PASOLA: BLOOD SACRIFICE IN SUMBA

The Pasola festival takes places annually on the Indonesian island of Sumba – ushering in a bountiful harvest, it involves huge amounts of bloodshed.

 
 
 

High on a mountain, three shamans sit cross-legged on a great burial stone, gazing out across a moonlit valley. They are singing, a slow ululation that fades into the predawn silence. This is the annual summons for the nyale, ancient spirits that manifest as sea worms, briefly swarming the shores of Sumba, a tiny island in eastern Indonesia. For the shamans, the nyale are augurs, telling them what the year ahead will hold. This is the central moment in a ritual cycle that will culminate in a few hours when hundreds of warriors do battle, hurling spears in a bloody war known as the Pasola.

The people of Sumba are as adept at divination as they are at the age-old ritual of sacrifice. They read signs in the eviscerated entrails of chickens; they butcher pigs, water buffalo and horses so that the dead are provided for in the afterlife. And they shed each other’s blood in clan wars and ritual battles with just as much gusto. Theirs is one of the last megalithic cultures on earth; the dead reside among the living in giant tombs etched with esoteric symbols. The animistic Marapo belief system continues to thrive, which is why the Sumbanese do not fear death, they see it as a gateway to an eternal realm where the ancestors reside.

The Pasola ceremonies take place each year in February and March. It’s a heady mix of portents, sacrifice and ritualized violence, where serious injuries and even deaths occur. Thousands flock to a deserted beach for the Pajura boxing matches. Under a waning moon, men beat each other with fists wrapped in tough plant fibre. Noses are broken, skulls fractured, but as dawn breaks, everyone sits down and sings songs passed down from the ancestors.
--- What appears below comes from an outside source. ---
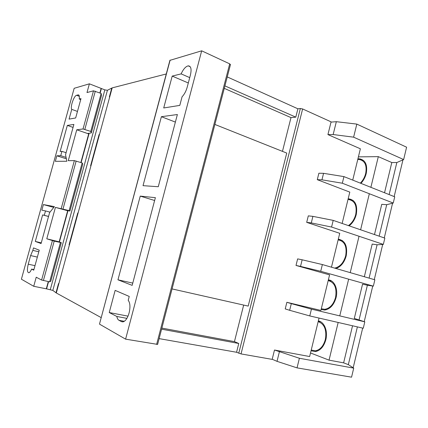 <?xml version="1.0" encoding="UTF-8"?>
<svg xmlns="http://www.w3.org/2000/svg" width="428" height="428" viewBox="0 0 428 428"><rect width="100%" height="100%" fill="white"/><g stroke="black" fill="none" stroke-linecap="round" stroke-linejoin="round"><path stroke-width="0.64" d="M349.12 225.845C352.608 223.127 354.994 219.345 356.267 214.492C357.749 205.178 355.235 199.956 348.713 198.827L348.157 198.833M311.044 350.794L315.436 351.559C320.406 350.543 323.873 346.589 325.847 339.714C328.089 331.079 324.253 321.808 318.346 320.904M321.128 309.492L324.702 310.043C330.122 309.107 333.91 304.961 336.076 297.604C338.302 289.039 334.364 280.303 328.367 279.864M336.034 268.517C340.955 266.671 344.347 262.455 346.215 255.869C347.723 246.041 345.086 240.477 338.302 239.177M360.906 183.355C363.49 180.579 365.266 177.288 366.234 173.474C367.684 164.898 365.421 160.002 359.434 158.799L357.926 158.831M358.402 156.873L378.315 156.643L391.802 162.544L384.537 192.75M338.168 322.466L329.046 360.141L343.625 362.848L348.328 364.64L353.721 368.128L299.391 358.263L274.492 350.018L272.171 359.376L241.039 353.919L236.561 352.26L238.771 343.486L161.581 329.169M329.046 360.141L310.514 352.972M379.16 236.165L386.714 204.696L381.749 204.333L374.484 234.56M369.091 278.12L377.089 244.789L372.194 244.072L364.335 276.734M359.087 319.807L367.385 285.225L362.553 284.149L354.309 318.421L364.8 321.84L311.44 309.139L291.313 303.623L289.66 310.3L285.23 308.914L286.867 302.302L320.904 310.434L329.587 274.878L296.01 265.44L297.637 258.887L302.157 259.796L300.52 266.409L296.01 265.44M352.544 325.772L343.625 362.848M378.315 156.643L370.883 187.325M369.332 193.734L360.606 229.788M359.039 236.256L350.227 272.641M348.649 279.168L339.762 315.88M391.802 162.544L396.831 162.538L389.138 194.579M357.385 326.89L348.328 364.64M402.957 159.858L394.167 196.58M392.578 203.209L384.269 237.92M382.702 244.447L374.281 279.623M372.745 286.048L364.223 321.631M362.677 328.105L353.18 367.775M347.985 199.544L348.536 199.539C354.748 200.614 357.145 205.579 355.732 214.439C354.427 219.334 351.993 223.052 348.413 225.604M318.165 321.637C324.445 323.91 326.832 329.876 325.328 339.532C323.456 346.075 320.155 349.837 315.425 350.805L311.226 350.061M328.19 280.586C334.568 282.336 337.023 287.958 335.552 297.471C333.492 304.469 329.886 308.411 324.724 309.3L321.31 308.77M338.131 239.894C344.604 241.114 347.124 246.41 345.685 255.773C343.604 262.813 339.923 266.922 334.643 268.115M357.755 159.537L359.215 159.505C364.913 160.65 367.074 165.304 365.689 173.463C364.726 177.235 362.944 180.461 360.349 183.136M128.009 316.148L109.242 312.552L115.148 290.377L129.235 296.444L128.213 300.301C130.149 302.842 130.449 307.047 129.106 312.905C127.694 317.79 125.789 320.743 123.398 321.77L121.557 321.653L118.963 320.288C117.93 319.716 117.219 318.437 116.828 316.469L126.886 318.373M49.643 281.849L50.734 281.314L61.3 242.649L54.196 241.141L46.786 238.797L55.421 207.393L69.122 210.603L82.155 162.934L74.36 160.612L68.266 160.671L76.756 129.786L83.037 128.967L90.768 131.428L101.152 93.443L93.502 90.827L86.996 92.544L89.393 83.824L74.167 88.302L21.4 279.2L33.726 286.295L36.225 277.21L41.602 280.04L49.643 281.849L60.364 242.644M69.122 210.603L69.935 211.041L66.789 210.458L67.667 210.731L59.166 241.82L58.256 241.627L61.3 242.649M90.768 131.428L91.282 132.937L101.522 95.465L101.152 93.443M91.282 132.937L87.868 133.424L88.682 133.905L80.855 162.522M396.831 162.538L403.641 159.558L353.614 137.169L333.155 134.542L327.923 134.601L331.085 121.852L302.628 108.953L300.349 108.519L297.899 108.798L227.252 76.922M352.731 180.102L360.376 148.794L328.404 134.809M319.037 318.063L309.642 356.54L275.011 350.115M377.089 244.789L383.333 244.409L384.842 238.118L333.209 220.377L312.905 216.365L311.284 222.918L306.694 222.362L339.736 233.314L331.465 267.19M306.694 222.362L308.304 215.867L312.905 216.365M386.714 204.696L393.236 203.038L394.728 196.805L343.941 176.609L323.557 173.329L321.952 179.824L317.282 179.669L349.799 192.108L342.143 223.448M317.282 179.669L318.876 173.233L323.557 173.329M403.641 159.558L406.6 147.205L356.818 124.099L336.338 121.686L331.021 122.114M353.614 137.169L356.818 124.099M333.155 134.542L336.338 121.686M299.391 358.263L297.037 367.871L351.554 377.18L353.721 368.128M297.037 367.871L277.028 361.344L279.366 351.902M277.028 361.344L272.197 359.252M291.313 303.623L286.867 302.302M364.8 321.84L363.27 328.244L309.77 315.934L289.66 310.3M311.44 309.139L309.77 315.934M35.305 241.435L41.083 243.537L49.589 212.652L54.388 206.612L43.389 204.573L41.848 210.153L45.496 210.929L44.287 215.305L42.623 214.92L35.305 241.435L41.27 242.869M77.463 111.435L71.765 109.37C69.973 107.353 73.942 95.679 76.558 95.3L78.196 94.877C79.239 94.872 79.581 96.263 79.228 99.039L80.721 99.601M71.765 109.37L69.069 119.123L75.665 117.962L80.994 98.606L79.228 99.039M33.908 269.592L31.602 269.094L33.748 270.17L39.253 250.182L33.518 247.908L32.833 250.391L38.814 251.776M31.602 269.094C30.666 271.245 29.762 272.47 28.885 272.764C27.189 272.481 26.975 269.624 28.237 264.188L30.618 255.564L32.833 250.391M60.15 151.442L61.926 151.357L60.733 155.685L56.865 155.803L55.34 161.324L66.864 161.238L65.538 154.738L73.883 124.43L67.33 125.425L60.15 151.442M109.242 312.552L116.828 316.469M189.727 77.618L181.13 73.883L172.206 76.088L163.715 107.968L179.797 105.39L182.071 96.798C184.356 94.401 186.068 91.185 187.207 87.146L190.433 74.948C191.728 69.042 190.984 66.014 188.208 65.853L190.225 66.752M181.13 73.883C183.312 69.143 185.672 66.463 188.208 65.853M157.616 344.396L125.607 339.153L201.679 50.82L169.9 60.359L99.51 324.023L170.141 60.091M125.607 339.153L99.628 324.205M161.393 116.7L143.027 185.666L158.269 186.731L177.379 114.527L161.393 116.7L175.378 122.092M155.375 197.666L140.245 196.11L117.957 279.81L132.166 285.369L155.375 197.666M236.561 352.26L159.12 338.623M282.464 151.368L290.986 117.614L295.796 117.149L224.919 85.884M295.796 117.149L297.899 108.798M166.267 73.964L112.179 87.879L109.771 96.707L109.354 96.899L111.756 88.088L107.417 90.281L104.844 89.88L101.126 88.403L99.885 92.956M101.217 317.63L56.309 292.987L109.771 96.707M58.818 283.785L58.502 283.577L56.004 292.763L52.821 290.398L107.417 90.281M69.422 244.859L69.085 244.736L69.422 244.848M78.083 213.058L77.736 212.989L69.085 244.736M77.736 212.989L78.083 213.042M90.977 165.716L90.597 165.764L99.103 134.536L99.499 134.424M52.821 290.398L46.588 288.873L48.567 281.629M59.401 242.029L67.977 210.667M81.122 162.608L89.174 133.172M100.147 93.058L101.383 88.526M46.588 288.873L33.726 286.295M48.289 281.57L46.304 288.83M69.935 211.041L82.786 164.026L82.155 162.934M172.061 288.916L248.192 306.095L286.744 153.074L214.883 124.441M161.864 328.083L234.442 341.624L243.666 305.073M234.442 341.624L238.771 343.486M230.441 64.681L229.697 63.858L201.679 50.82M56.004 292.763L56.325 292.939M101.126 88.403L89.393 83.824M112.147 87.991L111.756 88.088M290.986 117.614L224.277 88.366M48.535 216.477L42.623 214.92M73.065 127.416L67.33 125.425M367.385 285.225L373.344 286.139L374.864 279.794L322.375 264.552L302.157 259.796M373.344 286.139L320.722 271.282L300.52 266.409M322.375 264.552L320.722 271.282M383.333 244.409L331.572 227.043L311.284 222.918M333.209 220.377L331.572 227.043M393.236 203.038L342.32 183.216L321.952 179.824M343.941 176.609L342.32 183.216M188.309 82.984L172.206 76.088M132.766 283.106L117.957 279.81M154.626 200.497L140.245 196.11M66.372 158.82L56.865 155.803M66.078 157.386L60.733 155.685M66.099 152.705L61.926 151.357M88.682 133.905L76.756 129.786M99.478 134.499L99.103 134.536M59.166 241.82L46.786 238.797M67.667 210.731L55.421 207.393M48.546 216.429L44.287 215.305M50.001 212.133L45.496 210.929M53.757 207.403L43.389 204.573M121.557 321.653L122.852 321.893M43.399 280.549L54.196 241.141M41.602 280.04L52.403 240.664M84.835 129.358L95.3 91.185M83.037 128.967L93.502 90.827M241.039 353.919L302.628 108.953M61.231 208.484L74.36 160.612M50.295 289.622L104.844 89.88M63.023 208.934L76.157 161.024M238.754 353.255L300.349 108.519M156.621 344.433L229.697 63.858M118.963 320.288L124.345 321.294M76.558 95.3L79.319 96.343M78.073 94.904L78.955 95.235M30.618 255.564L37.354 257.089M28.237 264.188L34.989 265.665M348.713 198.827L353.18 200.502M318.255 321.273L320.775 321.84M328.292 280.163L331.716 281.105M338.275 239.289L342.523 240.664M359.434 158.799L363.672 160.602M317.159 351.142L315.425 350.805M326.414 309.706L324.724 309.3M157.595 344.481L230.489 64.494M78.196 94.877L78.875 95.134"/></g></svg>

Once the shamans have retrieved the nyale worms from the ocean at dawn, the Pasola begins. Rival clans charge at each other head on, letting their wooden spears fly before wheeling away. The agility of the riders is astonishing – they ride bareback and full tilt, clutching rope halters in one hand, their spears in the other. The best among them duck the enemy projectiles, even catching them with practised nonchalance. Still, many suffer full-blooded strikes & some fall from their horses to jeers from their enemies.

But then that is the whole point. Blood sings a sweet song to the Sumbanese. Without a blood sacrifice, the rice cannot grow, just as it cannot grow without water or sunlight. Simmering clan conflicts are allowed to emerge on the battlefield – the visceral urge to violence is controlled through ritual. To die in Pasola is a great honour, a gift to the whole community.

Even as the Sumbanese enact their millennia old rituals, the world is changing around them. Sumba is being touted as the next big thing in island tourism and a real estate gold rush has begun. Many are predicting that this tiny island no one has heard of will soon emerge as the next Bali. Perhaps the shamans have already seen the omens… it remains to be seen whether they will be for good or for ill.